Robert Shestani

Vllaznia
- Position: Point guard

Personal information
- Born: 14 September 1993 (age 32) Shkodër, Albania
- Nationality: Albanian
- Listed height: 1.87 m (6 ft 2 in)

Career information
- NBA draft: 2015: undrafted
- Playing career: 2010–present

Career history
- 2010–2015: Vllaznia
- 2015–2016: Kamza
- 2016–2017: Tirana
- 2017–2018: Goga Basket
- 2018–2019: Teuta
- 2019–2022: Vllaznia
- 2020–2021: →Vëllaznimi
- 2022–2023: Deçiq
- 2023–2024: Besëlidhja
- 2024–present: Vllaznia

Career highlights
- As player: 5× Albanian League champion (2013, 2014, 2018, 2019, 2024); 2x Albanian Cup winner (2018, 2019); 2x Albanian Supercup winner (2015, 2019);

= Robert Shestani =

Albanian basketball player (born 1993)

Robert Shestani (born 14 September 1993) is an Albanian basketball player.
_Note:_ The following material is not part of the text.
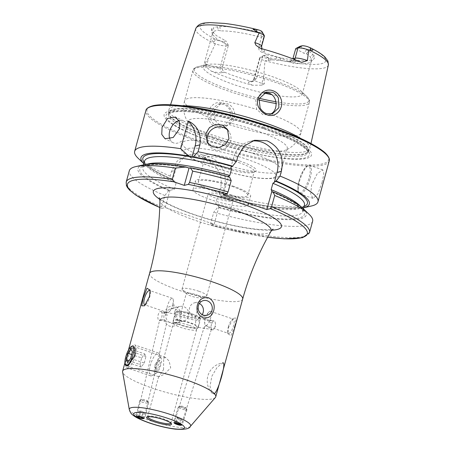 <?xml version="1.0" encoding="UTF-8"?>
<svg xmlns="http://www.w3.org/2000/svg" width="452" height="452" viewBox="0 0 452 452"><rect width="100%" height="100%" fill="white"/><g stroke="black" fill="none" stroke-linecap="round" stroke-linejoin="round"><path stroke-width="0.34" stroke-dasharray="2.26 1.69" d="M135.058 355.69L135.374 349.272L133.6 346.458L130.679 349.057L127.922 357.47L126.955 365.877L129.029 365.075L135.058 355.69M125.046 364.052L126.583 357.312L129.622 348.232M209.344 120.972C210.847 124.068 213.18 126.193 216.344 127.345C226.266 131.272 236.752 118.87 230.836 109.48C229.085 106.429 226.61 104.322 223.412 103.169C213.621 99.169 204.423 111.401 209.344 120.972M217.186 125.978C214.824 125.334 212.802 123.452 211.124 120.345L210.841 110.802L217.926 104.146L223.537 104.423C225.531 104.768 227.689 106.621 230.011 109.989L230.689 119.368L223.017 126.204L217.186 125.978M214.463 393.771L212.067 393.2L210.01 386.33L211.864 376.228L217.197 367.244L222.791 362.916A18.108 18.108 0 0 0 212.067 393.2M208.202 143.809A12.074 11.611 -33.1 0 0 208.96 145.171A12.074 11.611 -33.1 0 0 220.813 150.143A12.074 11.611 -33.1 0 0 230.588 141.284A12.074 11.611 -33.1 0 0 229.192 132.001A12.074 11.611 -33.1 0 0 228.271 130.775M169.895 139.024A12.074 8.418 -64 0 0 173.133 142.702A12.074 8.418 -64 0 0 187.094 132.6A12.074 8.418 -64 0 0 183.698 120.989A12.074 8.418 -64 0 0 178.969 120.667M164.799 319.892L166.907 321.784L162.172 320.541L160.449 320.637L159.725 319.739L164.799 319.892M141.725 417.128L136.77 416.462L139.097 417.784L143.092 418.659M164.907 312.592L166.443 312.637L165.788 312.388C164.099 311.993 163.805 312.055 164.907 312.592L164.24 312.117L160.776 311.501A4.526 2.006 100.1 0 0 158.217 314.694A4.526 2.006 100.1 0 0 159.194 320.417A4.526 2.006 100.1 0 0 161.754 317.225A4.526 2.006 100.1 0 0 160.776 311.501M204.457 326.92C206.807 323.123 212.18 331.847 211.253 329.248L204.762 328.497L204.061 327.576L204.457 326.92M212.474 329.864A4.526 2.006 -79.9 0 1 211.496 324.146A4.526 2.006 -79.9 0 1 214.056 320.954A4.526 2.006 -79.9 0 1 215.338 323.163A4.526 2.006 -79.9 0 1 215.033 326.672A4.526 2.006 -79.9 0 1 214.44 328.231A4.526 2.006 -79.9 0 1 212.474 329.864L211.22 329.644L211.253 329.248M180.116 425.253L181.342 425.078L211.338 329.587M211.333 320.824L209.027 320.061C209.542 320.688 210.31 320.948 211.333 320.824M163.545 369.657L163.692 358.476L165.443 357.346L169.105 361.069L170.686 367.877L164.093 374.42L158.799 376.765L163.545 369.657M195.823 325.508L196.976 327.118L198.083 326.672L199.129 323.852L198.84 318.253L195.592 321.327L195.823 325.508A12.905 2.39 15.4 0 0 190.134 323.118A12.905 2.39 15.4 0 0 173.189 320.976L173.246 320.4A12.978 2.401 15.4 0 1 190.269 322.722A12.978 2.401 15.4 0 1 195.693 324.965M189.247 325.355A12.074 2.237 15.4 0 1 196.688 329.61A12.074 2.237 15.4 0 1 196.62 329.751A12.074 2.237 15.4 0 1 180.851 327.451A12.074 2.237 15.4 0 1 173.398 323.355A12.074 2.237 15.4 0 1 173.41 323.197A12.074 2.237 15.4 0 1 189.247 325.355M215.361 397.5A48.291 8.938 15.4 0 1 152.403 388.155A48.291 8.938 15.4 0 1 122.611 371.956M228.322 326.954A7.543 2.316 108.9 0 1 231.746 319.959A7.543 2.316 108.9 0 1 233.385 319.163A7.543 2.316 108.9 0 1 233.571 325.643A7.543 2.316 108.9 0 1 228.503 333.44A7.543 2.316 108.9 0 1 227.695 331.802A7.543 2.316 108.9 0 1 228.322 326.954M205.428 319.123A7.543 2.316 108.9 0 1 208.937 312.044A7.543 2.316 108.9 0 1 210.496 311.332A7.543 2.316 108.9 0 1 210.677 317.818A7.543 2.316 108.9 0 1 205.609 325.609A7.543 2.316 108.9 0 1 204.818 324.09A7.543 2.316 108.9 0 1 205.428 319.123M234.893 325.785L236.323 318.112L233.458 318.146L228.582 327.355L227.887 333.768L231.085 335.706L234.893 325.785M166.048 313.671A7.543 7.046 -104 0 1 171.02 308.671A7.543 7.046 -104 0 1 177.896 310.914A7.543 7.046 -104 0 1 179.636 318.321A7.543 7.046 -104 0 1 174.664 323.316A7.543 7.046 -104 0 1 167.788 321.078A7.543 7.046 -104 0 1 166.048 313.671M174.884 311.468A7.543 7.046 -104 0 1 179.856 306.473A7.543 7.046 -104 0 1 186.738 308.71A7.543 7.046 -104 0 1 188.478 316.117A7.543 7.046 -104 0 1 183.506 321.112A7.543 7.046 -104 0 1 176.625 318.875A7.543 7.046 -104 0 1 174.884 311.468M180.704 318.863C181.97 313.078 180.065 308.835 174.992 306.14C169.619 305.269 166.076 307.648 164.364 313.276C162.923 319.106 164.624 323.395 169.477 326.152C175.071 326.971 178.811 324.542 180.704 318.863M145.617 304.558A7.543 2.316 -71.1 0 0 146.307 303.97A7.543 2.316 -71.1 0 0 149.736 296.975A7.543 2.316 -71.1 0 0 150.358 292.122A7.543 2.316 -71.1 0 0 150.228 291.382M172.624 304.801A7.543 2.316 -71.1 0 0 173.24 299.834A7.543 2.316 -71.1 0 0 172.444 298.314A7.543 2.316 -71.1 0 0 167.381 306.111A7.543 2.316 -71.1 0 0 167.562 312.598A7.543 2.316 -71.1 0 0 169.116 311.88A7.543 2.316 -71.1 0 0 172.624 304.801M199.405 303.445A7.543 7.046 76 0 0 194.552 302.812A7.543 7.046 76 0 0 189.58 307.806A7.543 7.046 76 0 0 191.32 315.213A7.543 7.046 76 0 0 198.196 317.457A7.543 7.046 76 0 0 202.185 314.615M322.084 182.438L323.83 173.811L322.762 169.828L317.191 173.76L311.586 185.054L310.722 193.987L312.999 198.383L317.779 194.185L322.084 182.438M211.395 71.201A12.916 2.39 15.4 0 0 222.876 72.665A4.226 3.944 -104 0 1 220.169 67.359L226.119 45.771A8.69 1.61 15.4 0 1 215.321 43.861L208.615 57.986L204.841 63.602L206.055 66.241L208.022 68.523L211.395 71.201A70.105 12.978 15.4 0 0 230.61 78.558A70.105 12.978 15.4 0 0 252.487 85.258L261.42 85.174L261.917 83.315L264.556 84.027L261.42 85.174M261.951 31.583A5.221 0.966 -164.6 0 1 261.657 32.007L263.878 36.363A8.69 1.61 -164.6 0 0 264.431 35.996M264.787 92.62L263.064 92.903L255.696 99.389L256.646 109.412L262.883 114.599L268.522 114.87L270.471 114.141A60.359 11.176 15.4 0 1 300.936 132.995A60.359 11.176 15.4 0 1 228.836 124.515L226.768 125.272L221.028 125.023C218.395 124.091 216.384 122.345 215.005 119.786L214.446 109.672L221.282 103.31L226.87 103.593C236.012 106.101 237.865 120.746 228.836 124.515M232.983 186.094A28.674 5.305 15.4 0 1 250.657 196.191A28.674 5.305 15.4 0 1 213.045 191.06A28.674 5.305 15.4 0 1 195.371 180.964A28.674 5.305 15.4 0 1 232.983 186.094M230.622 194.676A28.674 5.305 15.4 0 1 248.295 204.773A28.674 5.305 15.4 0 1 210.683 199.643A28.674 5.305 15.4 0 1 193.01 189.541A28.674 5.305 15.4 0 1 230.622 194.676M225.113 196.044A12.825 2.373 15.4 0 1 233.017 200.564A12.825 2.373 15.4 0 1 216.192 198.27A12.825 2.373 15.4 0 1 208.287 193.75A12.825 2.373 15.4 0 1 225.113 196.044M198.886 291.263A12.825 2.373 15.4 0 1 206.79 295.783A12.825 2.373 15.4 0 1 205.971 296.326A12.825 2.373 15.4 0 1 189.964 293.489A12.825 2.373 15.4 0 1 182.484 289.856A12.825 2.373 15.4 0 1 182.054 288.969A12.825 2.373 15.4 0 1 198.886 291.263M196.219 294.727A7.543 1.396 15.4 0 1 200.869 297.388A7.543 1.396 15.4 0 1 200.389 297.71A7.543 1.396 15.4 0 1 190.97 296.037A7.543 1.396 15.4 0 1 186.569 293.902A7.543 1.396 15.4 0 1 186.32 293.376A7.543 1.396 15.4 0 1 196.219 294.727M190.823 314.309A7.543 1.396 15.4 0 1 195.473 316.971A7.543 1.396 15.4 0 1 185.58 315.62A7.543 1.396 15.4 0 1 180.924 312.959A7.543 1.396 15.4 0 1 190.823 314.309M264.397 128.204A76.428 14.148 15.4 0 1 306.648 158.364A76.428 14.148 15.4 0 1 211.242 141.442A76.428 14.148 15.4 0 1 168.992 111.282A76.428 14.148 15.4 0 1 264.397 128.204M300.761 138.465A73.1 13.532 15.4 0 1 309.902 148.392A73.1 13.532 15.4 0 1 309.597 149.149A73.1 13.532 15.4 0 1 213.977 135.436A73.1 13.532 15.4 0 1 168.828 110.373A73.1 13.532 15.4 0 1 168.958 109.57A73.1 13.532 15.4 0 1 181.89 105.723M263.923 93.044A51.308 9.498 15.4 0 1 234.938 84.948A51.308 9.498 15.4 0 1 203.315 66.879A51.308 9.498 15.4 0 1 206.846 64.636A51.308 9.498 15.4 0 1 270.624 76.06A51.308 9.498 15.4 0 1 300.365 90.394A51.308 9.498 15.4 0 1 302.247 94.129A51.308 9.498 15.4 0 1 271.635 94.604M255.662 130.379A51.308 9.498 15.4 0 1 287.286 148.448A51.308 9.498 15.4 0 1 285.302 150.217A51.308 9.498 15.4 0 1 219.977 139.267A51.308 9.498 15.4 0 1 189.151 123.735A51.308 9.498 15.4 0 1 188.354 121.198A51.308 9.498 15.4 0 1 255.662 130.379M249.628 152.279A51.308 9.498 15.4 0 1 281.212 169.189A51.308 9.498 15.4 0 1 281.251 170.347A51.308 9.498 15.4 0 1 213.949 161.166A51.308 9.498 15.4 0 1 182.325 143.098A51.308 9.498 15.4 0 1 182.953 142.126A51.308 9.498 15.4 0 1 249.628 152.279M239.43 160.918A27.165 5.028 15.4 0 1 255.453 171.268A27.165 5.028 15.4 0 1 220.536 165.624A27.165 5.028 15.4 0 1 204.016 157.104A27.165 5.028 15.4 0 1 239.43 160.918M238.509 162.483A25.651 4.746 15.4 0 1 254.323 171.517A25.651 4.746 15.4 0 1 253.64 172.257A25.651 4.746 15.4 0 1 220.672 166.924A25.651 4.746 15.4 0 1 205.061 158.872A25.651 4.746 15.4 0 1 204.858 157.889A25.651 4.746 15.4 0 1 238.509 162.483M231.932 186.36A25.651 4.746 15.4 0 1 247.747 195.394A25.651 4.746 15.4 0 1 214.095 190.8A25.651 4.746 15.4 0 1 198.281 181.766A25.651 4.746 15.4 0 1 231.932 186.36M159.754 207.474A93.259 17.261 15.4 0 0 161.895 208.383L161.714 206.835L164.827 195.518L168.816 190.575L174.376 189.292L176.127 182.947L172.901 179.642L171.828 179.653L170.172 176.116L171.477 171.376L177.111 161.138L186.45 155.618L198.162 156.279A95.067 17.6 -164.6 0 0 200.863 157.211A95.067 17.6 -164.6 0 0 203.598 158.138C215.44 161.861 224.056 175.822 220.401 188.111L219.096 192.851L220.751 196.383L221.825 196.377L217.497 197.095L215.745 203.44L218.971 206.739L217.74 207.31L213.751 212.248L210.632 223.565L210.818 225.119L214.135 224.294L165.212 207.558L161.895 208.383L159.748 207.524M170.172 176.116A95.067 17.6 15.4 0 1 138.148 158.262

He was part of the Albanian national team from 2016 until 2021.

==Career==
===Vëllaznimi (2020–2021)===
On December 2, 2020, he signed for the Kosovan club Vëllaznimi.

===Deçiq (2022–2023)===
On July 23, 2022, Shestani signed for Deçiq of the Prva A Liga.

===Vllaznia (2024–present)===
On September 4, 2024, he returned to his hometown club Vllaznia.